An EV has one, and only one, use for me - it's an alternative to FF ICEs so that I can get where I need to be when I can't buy gasoline or diesel, which I don't think is too far away.

So the smart-ass troll who assumed I was too stupid to do the math to figure out that an EV can't compete with an ICE with gas at 4 or 5 bucks a gallon had zero understanding of my needs for an EV and why I'm posting here.

In short, his 8k automatic (ew) civic is worth nothing to me if I can't get gasoline for it.

My timelines are this - 
Free purchasing of gasoline ends between 2012 and 2015, and rationing takes over.
Shortages occur between 2014-2016.
Electricity grid is stable for 20+ years, barring violent civil discord.

So, therefore, my interest in an EV.

Ideally, I'd rather have a wood-burner organic gas driven vehicle, but there are more issues with that than with EVs.


----------



## Ziggythewiz (May 16, 2010)

You do realize we're currently exporting oil, right? That's why gas has been going up lately.

20 years from now anyone intelligent will have a solar powered house & car and electricity will be cheaper than ever.


----------



## Prezidint (Mar 1, 2012)

Ziggythewiz said:


> You do realize we're currently exporting oil, right? That's why gas has been going up lately.
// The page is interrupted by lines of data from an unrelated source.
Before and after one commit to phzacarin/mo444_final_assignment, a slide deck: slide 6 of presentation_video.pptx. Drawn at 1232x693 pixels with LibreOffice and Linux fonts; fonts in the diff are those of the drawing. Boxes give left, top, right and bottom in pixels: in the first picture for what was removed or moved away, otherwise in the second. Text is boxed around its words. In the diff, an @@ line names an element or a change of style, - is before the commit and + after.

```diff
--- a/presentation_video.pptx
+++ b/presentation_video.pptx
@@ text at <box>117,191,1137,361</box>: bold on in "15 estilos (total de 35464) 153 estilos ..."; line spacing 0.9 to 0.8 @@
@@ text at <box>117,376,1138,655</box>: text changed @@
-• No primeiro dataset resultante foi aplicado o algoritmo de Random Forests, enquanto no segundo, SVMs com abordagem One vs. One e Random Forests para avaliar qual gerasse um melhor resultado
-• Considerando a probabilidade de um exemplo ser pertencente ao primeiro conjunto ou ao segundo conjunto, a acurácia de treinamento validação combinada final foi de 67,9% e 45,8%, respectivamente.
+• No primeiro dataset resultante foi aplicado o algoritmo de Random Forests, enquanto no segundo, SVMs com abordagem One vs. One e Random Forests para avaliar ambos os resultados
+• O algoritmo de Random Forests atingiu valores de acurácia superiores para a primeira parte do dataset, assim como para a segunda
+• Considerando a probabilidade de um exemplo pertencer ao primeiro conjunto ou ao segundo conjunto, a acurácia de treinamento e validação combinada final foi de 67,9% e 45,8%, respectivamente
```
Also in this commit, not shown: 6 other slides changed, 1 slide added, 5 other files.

Not sure what you're getting at here. The U.S. uses much more oil than it produces every day. Our net imports are ghastly. The reason that gasoline prices are going up is because oil is going up. The reason that oil is going up is because production is constrained. I really don't want to open up this thread to a "why oil production is flat and/or declining" thread, so I'll leave it at that, and add - the oil age is ending abruptly. Oil was about 20 bucks a barrel in 2001. It's now about 110 bucks a barrel. That's a 5.5 fold increase in price over 11 or 12 years. Oil is 40% of all energy used in the U.S.. A 5x increase in price over 11 years in the most important energy source to Americans should have everybody's attention and get them thinking.




Ziggythewiz said:


> 20 years from now anyone intelligent will have a solar powered house & car and electricity will be cheaper than ever.


The thought that any appreciable amount of electricity will ever be mad by solar is fanciful, not realistic. Solar panels are extremely energy intensive to make, and, as oil and all other FF prices go to the moon, the cost of solar panels will follow. Same with battery tech. 
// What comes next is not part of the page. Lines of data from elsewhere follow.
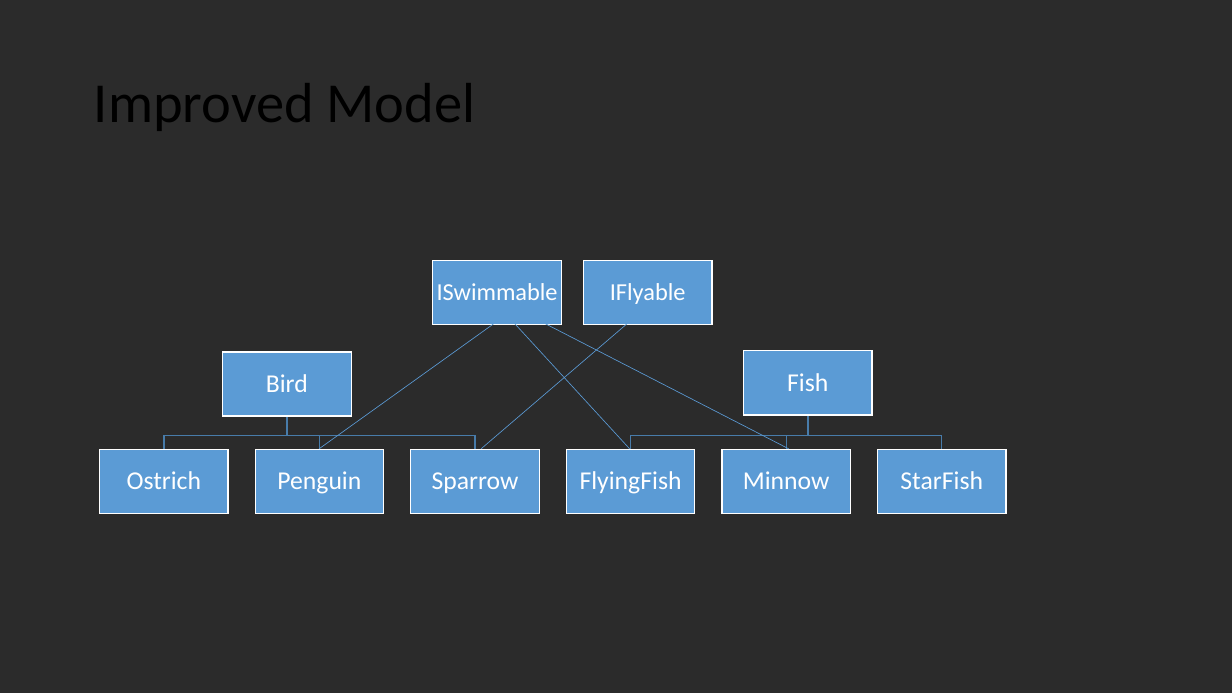
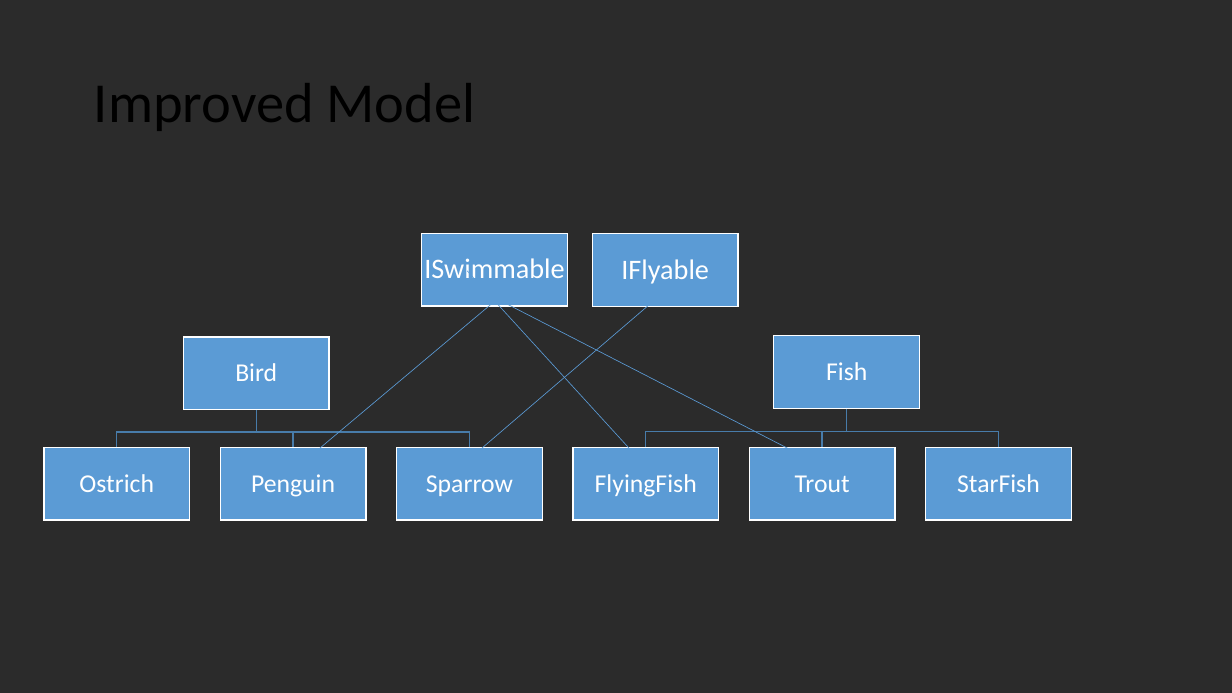
Before and after one commit to PhilipJordan/SOLID, a slide deck: slide 8 of Presentations/LI Redux.pptx. Drawn at 1232x693 pixels with LibreOffice and Linux fonts; fonts in the diff are those of the drawing; background and template pictures are left out; a plain dark background stands for a picture behind light text. Boxes give left, top, right and bottom in pixels: in the first picture for what was removed or moved away, otherwise in the second. Text is boxed around its words. In the diff, an @@ line names an element or a change of style, - is before the commit and + after.

```diff
--- a/Presentations/LI Redux.pptx
+++ b/Presentations/LI Redux.pptx
@@ text "ISwimmable" moved from (x1=437, y1=283, x2=558, y2=300) to (x1=424, y1=258, x2=564, y2=278) @@
@@ text "ISwimmable" at (x1=424, y1=258, x2=564, y2=278): size 19 to 22 pt; more space between paragraphs @@
@@ rectangle resized from (x1=433, y1=261, x2=561, y2=325) to (x1=421, y1=233, x2=567, y2=306) @@
@@ text "IFlyable" at (x1=621, y1=259, x2=709, y2=284): size 19 to 22 pt; more space between paragraphs @@
@@ text "IFlyable" moved from (x1=610, y1=283, x2=686, y2=304) to (x1=621, y1=259, x2=709, y2=284) @@
@@ rectangle resized from (x1=583, y1=261, x2=712, y2=325) to (x1=592, y1=234, x2=738, y2=307) @@
@@ line moved from (504, 311) - (629, 449) to (468, 271) - (629, 449) @@
@@ line moved from (524, 302) - (319, 449) to (494, 302) - (319, 449) @@
@@ text "Bird" moved from (x1=266, y1=374, x2=308, y2=392) to (x1=235, y1=363, x2=277, y2=381) @@
@@ rectangle resized from (x1=223, y1=352, x2=351, y2=417) to (x1=184, y1=337, x2=330, y2=410) @@
@@ text "Fish" moved from (x1=787, y1=373, x2=828, y2=391) to (x1=826, y1=362, x2=867, y2=380) @@
@@ rectangle resized from (x1=744, y1=351, x2=872, y2=416) to (x1=775, y1=335, x2=921, y2=409) @@
@@ freeform shape resized from (x1=164, y1=416, x2=287, y2=449) to (x1=116, y1=409, x2=256, y2=447) @@
@@ freeform shape resized from (x1=287, y1=416, x2=476, y2=449) to (x1=256, y1=409, x2=470, y2=447) @@
@@ freeform shape resized from (x1=287, y1=416, x2=320, y2=449) to (x1=256, y1=409, x2=293, y2=447) @@
@@ freeform shape resized from (x1=631, y1=415, x2=809, y2=449) to (x1=646, y1=409, x2=847, y2=447) @@
@@ freeform shape resized from (x1=787, y1=415, x2=808, y2=449) to (x1=823, y1=409, x2=848, y2=447) @@
@@ freeform shape resized from (x1=808, y1=415, x2=942, y2=449) to (x1=847, y1=409, x2=998, y2=447) @@
@@ text "Ostrich" moved from (x1=127, y1=471, x2=202, y2=489) to (x1=79, y1=474, x2=154, y2=492) @@
@@ rectangle resized from (x1=100, y1=449, x2=228, y2=514) to (x1=44, y1=447, x2=190, y2=520) @@
@@ text "Penguin" moved from (x1=277, y1=471, x2=361, y2=494) to (x1=251, y1=474, x2=335, y2=497) @@
@@ rectangle resized from (x1=255, y1=449, x2=384, y2=514) to (x1=220, y1=447, x2=366, y2=520) @@
@@ text "Sparrow" moved from (x1=432, y1=472, x2=519, y2=493) to (x1=426, y1=475, x2=513, y2=496) @@
@@ rectangle resized from (x1=411, y1=449, x2=540, y2=514) to (x1=396, y1=447, x2=543, y2=520) @@
@@ text "FlyingFish" moved from (x1=580, y1=471, x2=682, y2=494) to (x1=595, y1=474, x2=697, y2=497) @@
@@ rectangle resized from (x1=567, y1=449, x2=695, y2=514) to (x1=573, y1=447, x2=719, y2=520) @@
@@ rectangle resized from (x1=722, y1=449, x2=850, y2=514) to (x1=750, y1=447, x2=896, y2=520) @@
@@ text "StarFish" moved from (x1=900, y1=471, x2=983, y2=489) to (x1=957, y1=474, x2=1040, y2=492) @@
@@ rectangle resized from (x1=878, y1=449, x2=1006, y2=514) to (x1=926, y1=447, x2=1072, y2=520) @@
@@ text removed at (x1=743, y1=471, x2=830, y2=489) @@
-Minnow
@@ text added at (x1=795, y1=475, x2=850, y2=492), 20 pt, text #FFFFFF @@
+Trout
```
Also in this commit, not shown: 1 other slide changed.

In 20 years, most people will not be able to afford a solar panel to heat a bowl of soup.


----------



## Guest (Mar 1, 2012)

Sounds like your a Prepper. Good luck with your endeavors. I will survive. Will you? I have my energy for the next 50 + years. I do plan on living to 125 you know. So I invested in the future. 
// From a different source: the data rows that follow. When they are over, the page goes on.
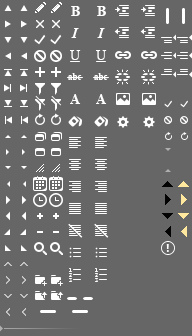
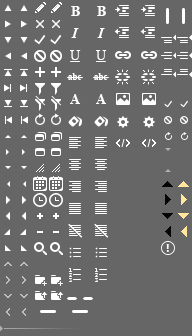
Comparing the layer stacks of the two 192 x 336 images. Changes:
added layer "view-html" in group "editor" over box(116, 139, 130, 148)
added layer "view-html hover" in group "editor" over box(142, 139, 156, 148)
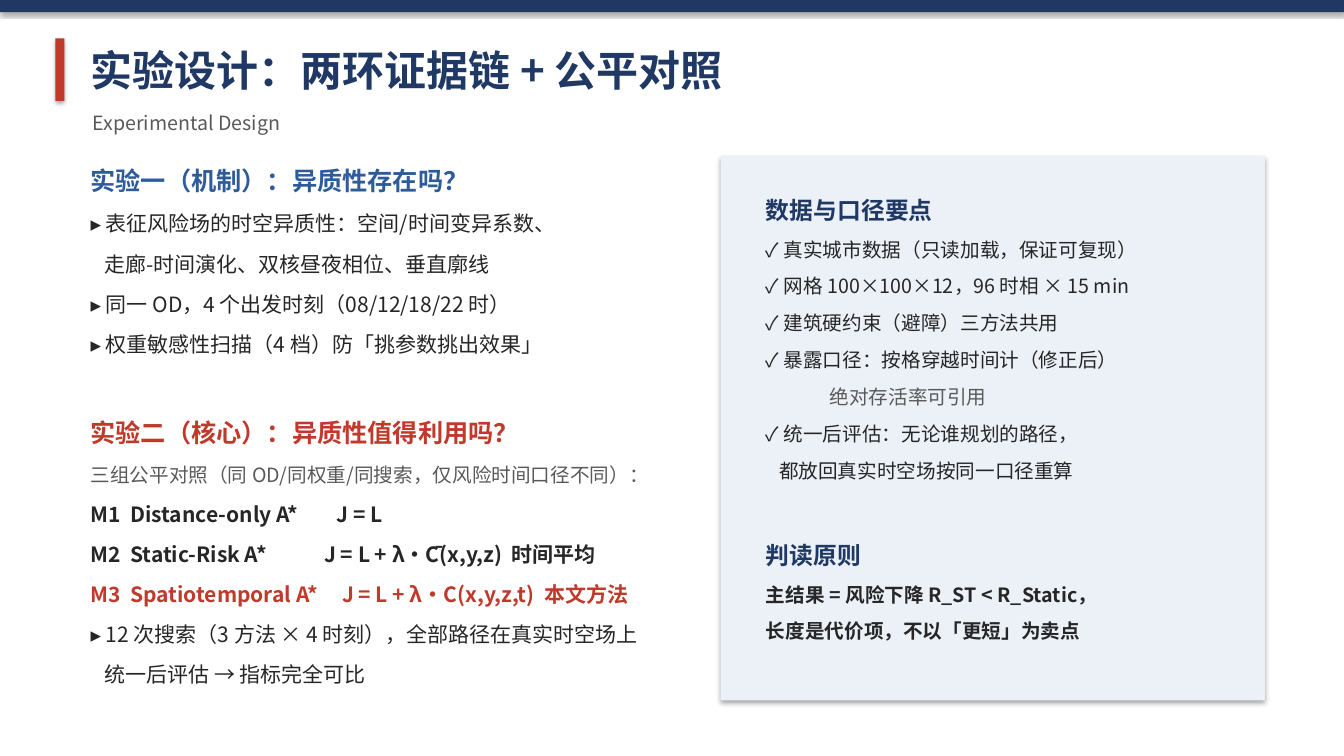
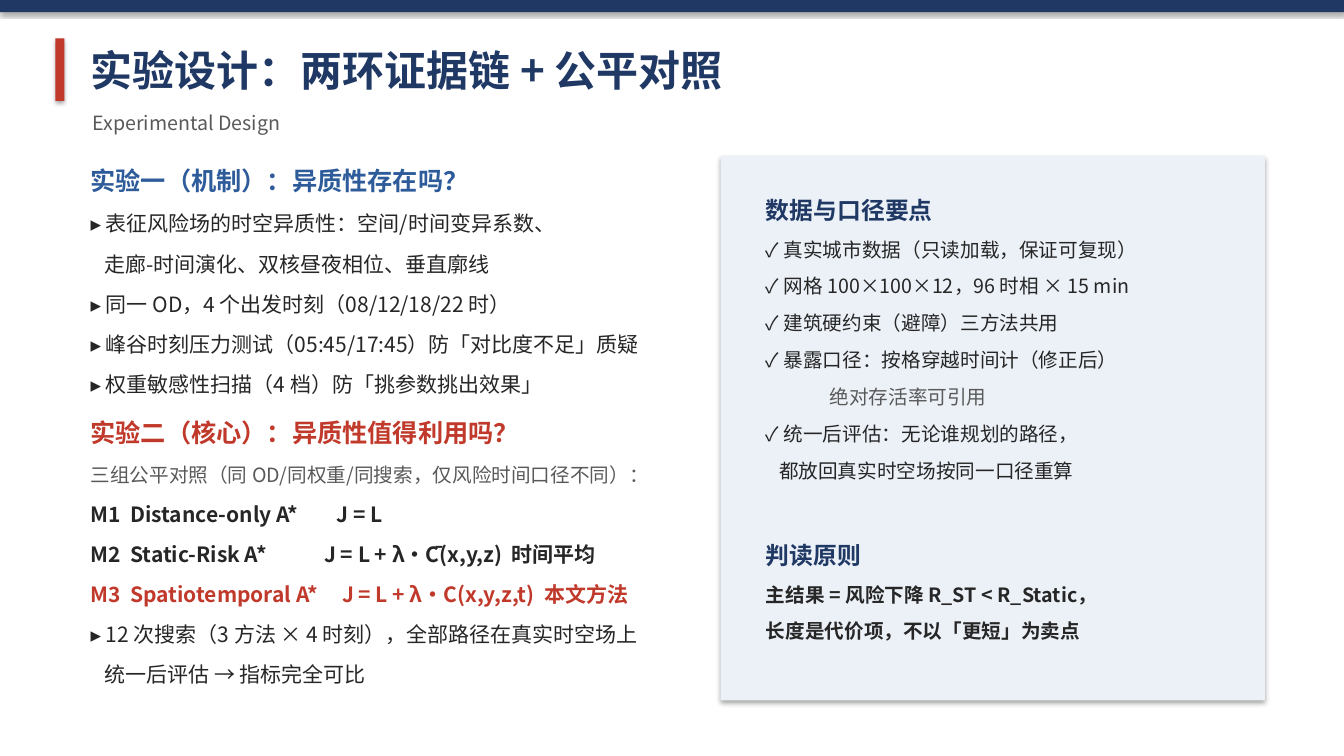
Before and after one commit to 909347194/Risk-Path, a slide deck: slide 5 of 学术汇报_时空异质性感知的低空无人机路径规划.pptx. Drawn at 1344x756 pixels with LibreOffice and Linux fonts; fonts in the diff are those of the drawing. Boxes give left, top, right and bottom in pixels: in the first picture for what was removed or moved away, otherwise in the second. Text is boxed around its words. In the diff, an @@ line names an element or a change of style, - is before the commit and + after.

Commit message:
ppt: 结合峰谷补跑/fig1判读重构推送继续优化(12页≤15)
- 新增「补充②：峰谷压力测试」页：results_rerun/fig1 判读性重构版(叠画/分歧放大/偏离矩阵/Δ面板+same corridor判定语)入deck
  · 叙事：基准四时刻恰好避开走廊风险峰(05:45)谷(17:45)→补跑拉满对比度(峰谷比1.34)仍同走廊(18.0m<68m)
- slide7 图4 换回 results/fig3b(08/12/18/22口径)：消除与正文「08/12/18/22」的图文时刻不一致
- 交叉验证数字修正：两者仅差 10~28m → 逐时刻仅差 9~15m(按两实验同刻长度实算)
- 图号顺延(结果② 图5→图6)；slide5 实验设计补压力测试一行；Q5 指向补充②
- 补齐讲者备注：相关工作页(原缺失) + 压力测试页(30s-可选/答辩用)

```diff
--- a/学术汇报_时空异质性感知的低空无人机路径规划.pptx
+++ b/学术汇报_时空异质性感知的低空无人机路径规划.pptx
@@ text at (x1=106, y1=334, x2=639, y2=356): paragraph added @@
+▸ 峰谷时刻压力测试（05:45/17:45）防「对比度不足」质疑
```
Also in this commit, not shown: 3 other slides changed, 1 slide added.

By the way, a piss off attitude right out of the gate is not a good thing. I don't mind getting pissy but right out of the gate? Really? 


Pete


----------



## Guest (Mar 1, 2012)

> In 20 years, most people will not be able to afford a solar panel to heat a bowl of soup.


Solar panels don't all produce electricity. Some just reflect the sun to heat things. That will be around a long time and things can be made with junk and will work just fine. But in the end those things will be in danger of being stolen from you. Beware in the end. Prep.


----------



## Guest (Mar 1, 2012)

I will always be able to heat my bowl of soup and cook my fish too.


----------



## Sunking (Aug 10, 2009)

frodus said:


> I don't think he was trolling....
> 
> I think he meant that you should consider keeping it Gas because the economics of converting the car including time, money, labor can turn out to be more than just keeping it stock and using it as is and paying gas.


Ditto.

Look at my post count silly. I just gave you some very good advice. However I do not know you nor do I care about you, so spend that money. I am sure the receivers of your cash will be glad to take it off your hands. I just hope they give you a PINK FEATHER so both of you will be TICKLED PINK with the deal.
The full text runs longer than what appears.